The bash script's steps are as follows:
- Convert the video to frames using ffmpeg.
- Get bounding box coordinates for the face in each frame using dlib. Save the results to a txt file. If you want to save the cropped images proper, swap in
saveCrop = True
on line 62 ofcnn_face_detector.py
. Dlib needs to be enabled with CUDA support for this to run reasonably fast. - Run 2D landmark detection using FAN given the saved bounding boxes, and save npy files with 68 landmarks per frame.
- Create a visualization of the landmarks on top of every camera view, to verify everything has worked properly.
- Run LipGAN to create a fake for each input camera, using the audio you specify. The audio must be pre-processed as directed in LipGAN using their matlab scripts before this step, and placed in
./LipGAN/audio/
. (It isn't automated in the bash script.) The bash script expects that you've made a conda environment called 'lipgan' for running lipgan. - Processes the lipgan fakes as in steps 1-3.
Before running experimental code, you will have to go into the Matlab function clusterdata.m
, and change line one from function [T] = clusterdata(X, varargin)
to function [T,Z] = clusterdata(X, varargin)
. Z is the actual tree which we will cluster ourselves.

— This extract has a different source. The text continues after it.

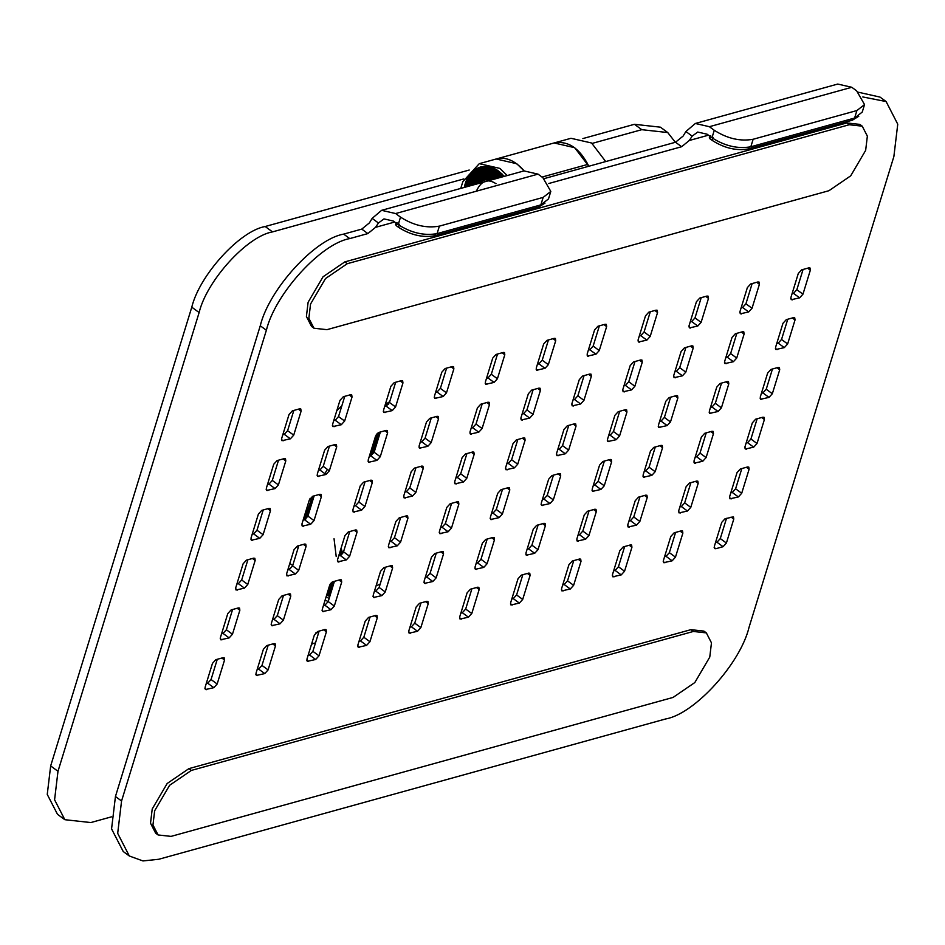 <?xml version="1.0" encoding="UTF-8"?>
<svg xmlns="http://www.w3.org/2000/svg" width="945" height="945" viewBox="0 0 945 945"><rect width="100%" height="100%" fill="white"/><g stroke="black" fill="none" stroke-linecap="round" stroke-linejoin="round"><path stroke-width="1.42" d="M288.508 567.638L289.453 569.492M341.854 405.795L336.798 410.685M338.57 562.015L338.204 561.318M336.207 556.558L334.046 538.733M370.735 451.781L375.921 446.489M375.319 448.426L370.097 453.86M374.255 440.335L379.24 435.68M332.876 586.384L330.266 584.045M330.62 583.526L333.101 585.676M330.844 583.254L333.207 585.309M331.388 582.675L333.443 584.553M378.685 437.511L373.665 442.26M329.71 596.697L326.793 594.641M327.005 593.933L329.935 595.952M327.112 593.566L330.041 595.598M327.348 592.81L330.254 594.937M375.106 437.594L380.044 433.07M332.073 589.007L329.25 586.621M329.462 585.947L332.297 588.286M329.581 585.569L332.404 587.92M329.876 584.766L332.628 587.188M379.488 434.877L374.515 439.496M371.645 448.828L376.771 443.725M376.181 445.638L371.019 450.871M339.314 553.912L339.916 555.53M369.814 454.793L375.059 449.288M374.444 451.261L369.814 456.187M373.405 443.122L378.425 438.326M333.691 583.738L332.002 582.191M332.581 581.872L333.904 583.041M332.947 581.73L334.022 582.675M376.417 585.652L380.138 584.211M377.858 440.181L372.803 445.083M330.49 594.157L327.596 591.995M327.82 591.298L330.715 593.413M327.927 590.932L330.821 593.058M328.175 590.153L331.034 592.385M376.334 434.523L378.461 432.574M331.282 591.594L328.423 589.326M328.636 588.64L331.506 590.861M328.754 588.274L331.612 590.507M329.002 587.459L331.825 589.798M380.292 432.267L375.354 436.767M372.531 445.945L377.598 441.008M377.031 442.886L371.917 447.942M370.57 455.974L374.173 452.147M340.578 555.317L339.668 552.778M339.798 552.352L340.873 555.164M339.952 551.833L341.157 554.998M340.472 550.144L341.913 554.361M342.728 553.404L341.074 548.218M325.127 600.04L328.198 601.611M329.12 598.622L326.179 596.638M463.794 178.936L272.514 231.891C247.141 236.215 206.79 280.57 199.123 312.559L57.988 771.297L54.586 799.789L64.827 819.693L57.491 814.318L47.25 794.414L50.664 765.922L191.788 307.172C199.454 275.196 239.817 230.84 265.179 226.516L469.204 170.041M582.888 138.572L634.438 124.303L641.773 129.678L592.125 143.416M675.332 142.293L667.737 132.548L660.401 127.173L634.438 124.303M64.827 819.693L90.791 822.563L111.404 816.858M667.737 132.548L641.773 129.678M171.069 836.384L673.064 697.422L694.811 682.562L709.766 657.094L711.467 642.848L706.352 632.89L693.358 631.461L191.362 770.423L169.616 785.283L154.673 810.751L152.96 824.997L158.087 834.955L171.069 836.384M706.352 632.89L703.907 631.106L690.913 629.665L188.917 768.628L167.171 783.488L152.228 808.967L150.515 823.201L155.641 833.159L158.087 834.955M545.017 203.116L538.709 206.99L434.924 235.718C422.84 237.892 410.697 235.081 398.495 227.296L396.061 225.501L396.038 224.272M858.769 116.27L852.461 120.145L748.676 148.873C736.592 151.035 724.449 148.223 712.246 140.439L709.801 138.655L709.789 137.415M326.958 329.663L828.954 190.701L850.701 175.841L865.655 150.373L867.356 136.127L862.23 126.169L849.248 124.74L347.252 263.702L325.505 278.562L310.551 304.03L308.85 318.276L313.976 328.234L326.958 329.663M862.23 126.169L859.796 124.386L846.803 122.944L344.807 261.907L323.06 276.767L308.117 302.246L306.404 316.481L311.531 326.438L313.976 328.234M554.101 142.967C568.181 140.474 579.757 148.235 588.829 166.249L574.678 147.68L554.089 142.967L496.172 158.996L516.75 163.721L524.132 170.88C514.954 160.461 505.634 156.504 496.172 158.996L479.28 163.674L499.858 168.387L507.241 175.557M588.64 166.296L587.495 164.489L542.028 177.069M267.494 484.513L268.959 484.112L272.302 480.438L278.527 460.203M285.792 460.936L278.409 484.915L275.078 488.589L266.655 490.455L266.336 488.258L273.719 464.267L277.05 460.605L284.291 458.597L285.473 458.727L285.792 460.936L283.075 458.939M272.479 619.731L273.955 619.329L277.287 615.656L283.512 595.421M290.776 596.153L283.394 620.144L280.063 623.806L271.64 625.684L271.333 623.476L278.704 599.496L282.047 595.822L289.288 593.826L290.469 593.956L290.776 596.153L288.06 594.157M236.864 584.057L238.341 583.656L241.672 579.982L247.897 559.747M255.162 560.48L247.779 584.459L244.448 588.133L236.026 589.999L235.718 587.802L243.101 563.822L246.432 560.149L253.673 558.152L254.855 558.282L255.162 560.48L252.445 558.483M374.326 591.535L375.803 591.133L379.134 587.471L385.359 567.224M392.624 567.957L385.241 591.948L381.91 595.61L373.488 597.488L373.18 595.291L380.551 571.3L383.894 567.638L391.135 565.63L392.317 565.76L392.624 567.957L389.907 565.972M318.418 470.421L319.882 470.008L323.225 466.346L329.451 446.099M336.715 446.831L329.332 470.823L326.001 474.484L317.579 476.363L317.26 474.166L324.643 450.174L327.986 446.512L335.215 444.504L336.396 444.634L336.715 446.831L333.998 444.847M674.884 371.739L676.36 371.338L679.691 367.664L685.916 347.429M693.181 348.162L685.798 372.141L682.467 375.815L674.045 377.681L673.738 375.484L681.109 351.493L684.452 347.831L691.693 345.823L692.874 345.953L693.181 348.162L690.464 346.165M623.96 385.832L625.436 385.43L628.768 381.768L634.993 361.522M642.257 362.254L634.875 386.245L631.543 389.907L623.121 391.785L622.814 389.576L630.185 365.597L633.528 361.923L640.769 359.927L641.95 360.057L642.257 362.254L639.541 360.258M593.342 485.376L594.807 484.974L598.138 481.312L604.375 461.065M611.628 461.798L604.257 485.789L600.914 489.451L592.491 491.329L592.184 489.132L599.567 465.141L602.898 461.479L610.139 459.471L611.32 459.601L611.628 461.798L608.911 459.813M690.193 321.962L691.669 321.56L695 317.898L701.225 297.651M708.49 298.384L701.107 322.375L697.776 326.037L689.354 327.915L689.047 325.718L696.43 301.727L699.761 298.065L707.002 296.057L708.183 296.187L708.49 298.384L705.773 296.399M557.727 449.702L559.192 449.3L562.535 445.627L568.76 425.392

To generate the results, make sure you populate your Data file with the normalized landmark matrices. Then run the script ./Experiments/full_sequence_accuracy_experiment.m
.
To generate the results, make sure you populate your Data file with the normalized landmark matrices. Then pick your method on line 10 and run the script ./Experiments/windowed_accuracy_experiment.m
.
To re-create the accuracy and ROC plots of Fig. 5, set accOn = true;
and rocOn = true;
in Experiments/make_plots.m
. In the paper, we display results for the DWT baseline and for our method. To re-create the histograms in Fig. 6, set histogramOn = true;
. In the paper, we display results for our method.
For output created using:
- The simple mouth baseline, use
datasetName = 'simpleMouth';
- The DWT baseline, use
datasetName = noPCA;
- The PCA method, use
datasetName = onlyPCA;
The numbers for Table 1 were generated by looking at the numerical output for the mean accuracy and ROC curve numbers.
This experiment tests whether all sets of cameras separated by the same real-world angular distance are more similar to one another than to a fake video. To run, run Experiments/angular_experiment.m
. If you do not want to use Matlab's CPU threading, edit line LINE from parfor t=1:length(threshes)
to for t=1:length(threshes)
.
To visualize your results (re-creating Fig. 7), set angle = true;
, all other flags to false, and datasetName = angle;
in ./Experiments/make_plots.m
, then run the script.
Script to re-create Fig. 4 is ./Experiments/3d_model_experiment.py
. It expects the parameter data to be structured like in our dataset, where FLAME and 3DMM parameters are stored in npy files. An example of running the code:
python3 3d_model_experiment.py 3 ID5 /path/to/dataset/
where the fake camera is camera three, and we're looking at person five from the dataset.
Our video data and post-processed landmarks are available via the Brown library.
To reproduce our results, please use the post-processed landmark .mat files with the experimental scripts on Github. Once the .zip is downloaded, extract the contents of Dataset/Processed-Results/
into ./Experiments/Data/
from the codebase root directory.
All original work is under the GNU General Public License v3.0. LipGAN is under the MIT License, and the LIBRA MATLAB functions are under the academic license specified by LIBRA_LICENSE.
- 2020 August 26th: Moved document downloads to separate webpage. Added errata from paper, thank to Harman Suri.
- 2020 August 26th: Added dataset URL.
- 2020 July 15th: Uploaded the code for running our experiments and processing our data.